Remarks

Joining/Reducing

If you have multiple Executors running in parallel and one deployment that needs them, merging of the resulting Documents is applied automatically if you don’t specify uses or uses_before. You can also customize the default reducing logic using a Merger Executor in uses_before or uses.

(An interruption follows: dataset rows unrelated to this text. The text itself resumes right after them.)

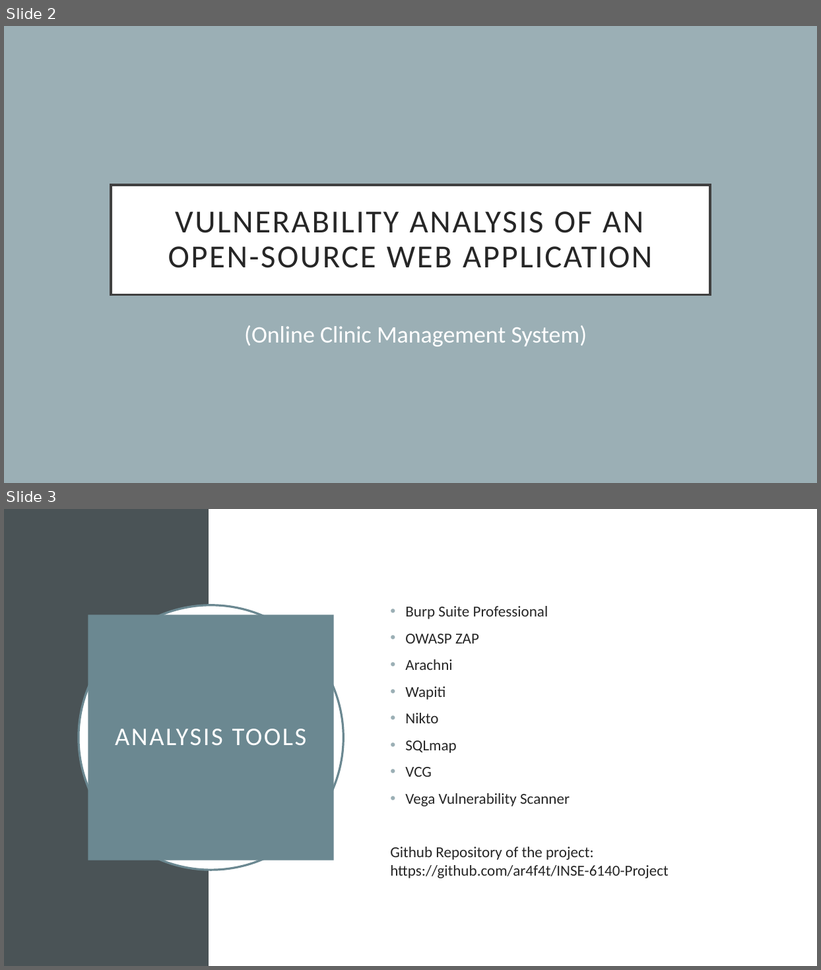
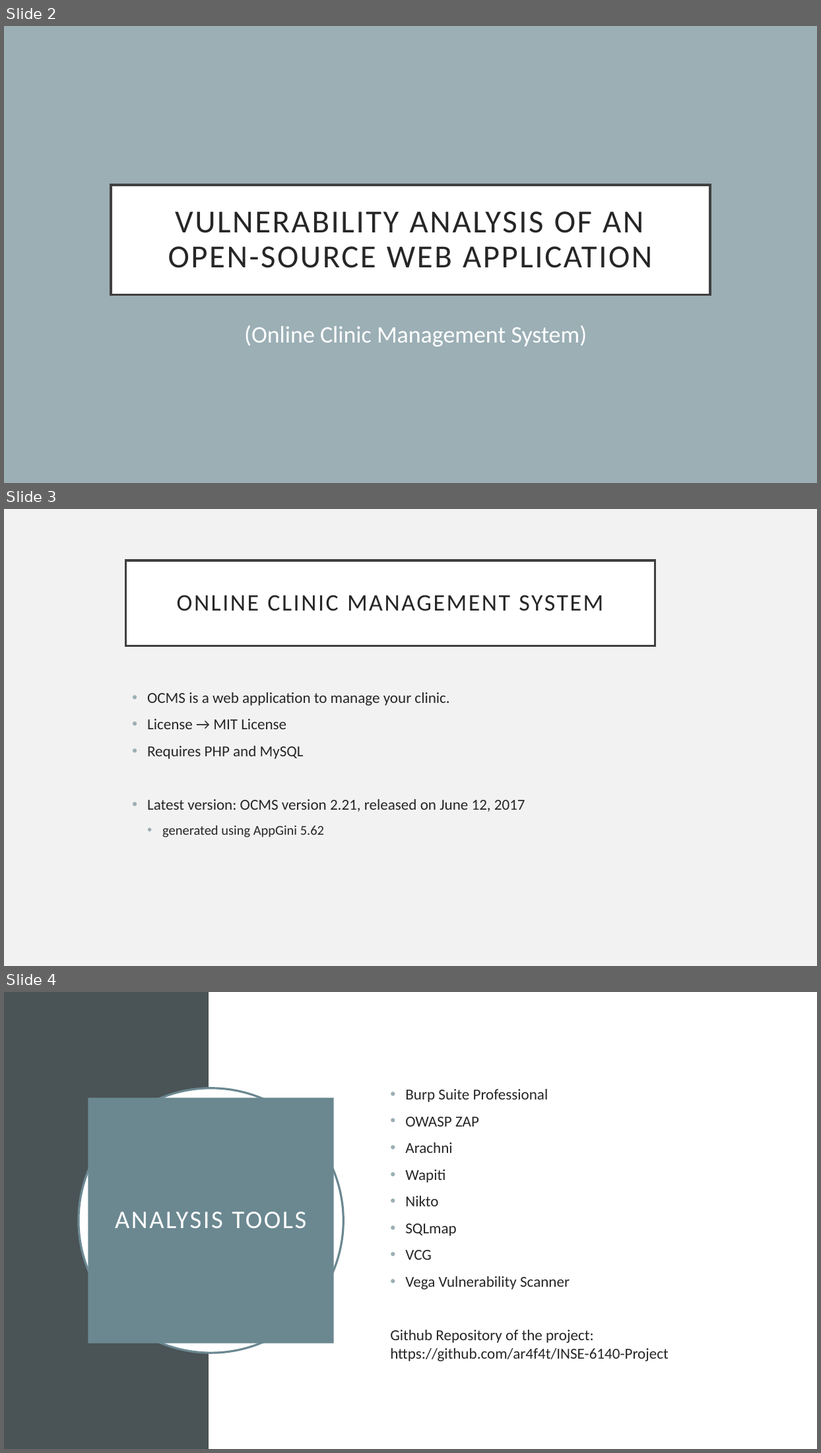
Before and after one commit to ar4f4t/INSE-6140-Project, a slide deck: Presentation Slides/Presentation Slide.pptx. Shown one above the other, each under a label of ours: slides 2 and 3 before the commit, slides 2, 3 and 4 after it. The pictures are 821x970 and 821x1453 pixels, drawn with LibreOffice and Linux fonts; fonts in the diff are those of the drawing. Boxes give left, top, right and bottom in pixels: in the first picture for what was removed or moved away, otherwise in the second. Text is boxed around its words. In the diff, an @@ line names an element or a change of style, - is before the commit and + after.

```diff
--- a/Presentation Slides/Presentation Slide.pptx
+++ b/Presentation Slides/Presentation Slide.pptx
@@ slide 3 added at bbox=[4, 509, 817, 966], background #F2F2F2 @@
@@ title added at bbox=[126, 560, 655, 646], fill #FFFFFF, outline #404040 2.5 pt, 28 pt, text #262626 @@
+ONLINE CLINIC MANAGEMENT SYSTEM
@@ text added at bbox=[147, 692, 525, 838], 18 pt, text #262626 @@
+• OCMS is a web application to manage your clinic.
+• License → MIT License
+• Requires PHP and MySQL
+• Latest version: OCMS version 2.21, released on June 12, 2017
+  • generated using AppGini 5.62
@@ what was slide 3 is now slide 4 @@
```
Also in this commit, not shown: 2 slides changed, 4 other slides added, 1 slide removed.

Combining docs from multiple requests is already done before feeding them to the Executor’s function. Hence, simple joining is just returning this docs. However, if you wish to perform more complex logic, you can make your endpoints expect a docs_matrix object which is a list of DocumentArrays coming from all Executors. You can then process them and return the resulting DocumentArray

  1. from jina import Executor, requests, Flow, Document
  2. def print_fn(resp):
  3. for doc in resp.docs:
  4. print(doc.text)
  5. class B(Executor):
  6. @requests
  7. def foo(self, docs, **kwargs):
  8. # 3 docs
  9. for idx, d in enumerate(docs):
  10. d.text = f'hello {idx}'
  11. class A(Executor):
  12. @requests
  13. def A(self, docs, **kwargs):
  14. # 3 docs
  15. for idx, d in enumerate(docs):
  16. d.text = f'world {idx}'

Default Reduce

  1. f = Flow().add(uses=A).add(uses=B, needs='gateway').add(needs=['executor0', 'executor1'])
  2. with f:
  3. f.post(on='/some_endpoint',
  4. inputs=[Document() for _ in range(3)],
  5. on_done=print_fn)
  1. hello 0
  2. hello 1
  3. hello 2

Simple Custom Reduce

  1. class C(Executor):
  2. @requests
  3. def foo(self, docs, **kwargs):
  4. # 6 docs
  5. return docs
  6. f = Flow().add(uses=A).add(uses=B, needs='gateway').add(uses=C, needs=['executor0', 'executor1'])
  7. with f:
  8. f.post(on='/some_endpoint',
  9. inputs=[Document() for _ in range(3)],
  10. on_done=print_fn)
  1. world 0
  2. world 1
  3. world 2
  4. hello 0
  5. hello 1
  6. hello 2

Custom Reduce with docs_matrix

  1. class C(Executor):
  2. @requests
  3. def foo(self, docs_matrix: List[DocumentArray], **kwargs):
  4. da = DocumentArray()
  5. for doc1, doc2 in zip(docs_matrix[0], docs_matrix[1]):
  6. da.append(Document(text=f'{doc1.text}-{doc2.text}'))
  7. return da
  8. f = Flow().add(uses=A).add(uses=B, needs='gateway').add(uses=C, needs=['executor0', 'executor1'])
  9. with f:
  10. f.post(on='/some_endpoint',
  11. inputs=[Document() for _ in range(3)],
  12. on_done=print_fn)
  1. world 0-hello 0
  2. world 1-hello 1
  3. world 2-hello 2

Custom Reduce with modification

You can also modify the Documents while merging:

  1. class C(Executor):
  2. @requests
  3. def foo(self, docs, **kwargs):
  4. # 6 docs
  5. for d in docs:
  6. d.text += '!!!'
  7. return docs
  8. f = Flow().add(uses=A).add(uses=B, needs='gateway').add(uses=C, needs=['executor0', 'executor1'])
  9. with f:
  10. f.post(on='/some_endpoint',
  11. inputs=[Document() for _ in range(3)],
  12. on_done=print_fn)
  1. hello 0!!!
  2. hello 1!!!
  3. hello 2!!!
  4. world 0!!!
  5. world 1!!!
  6. world 2!!!

multiprocessing Spawn

Few cases require to use spawn start method for multiprocessing. (e.g.- Cannot re-initialize CUDA in forked subprocess. To use CUDA with multiprocessing, you must use the ‘spawn’ start method)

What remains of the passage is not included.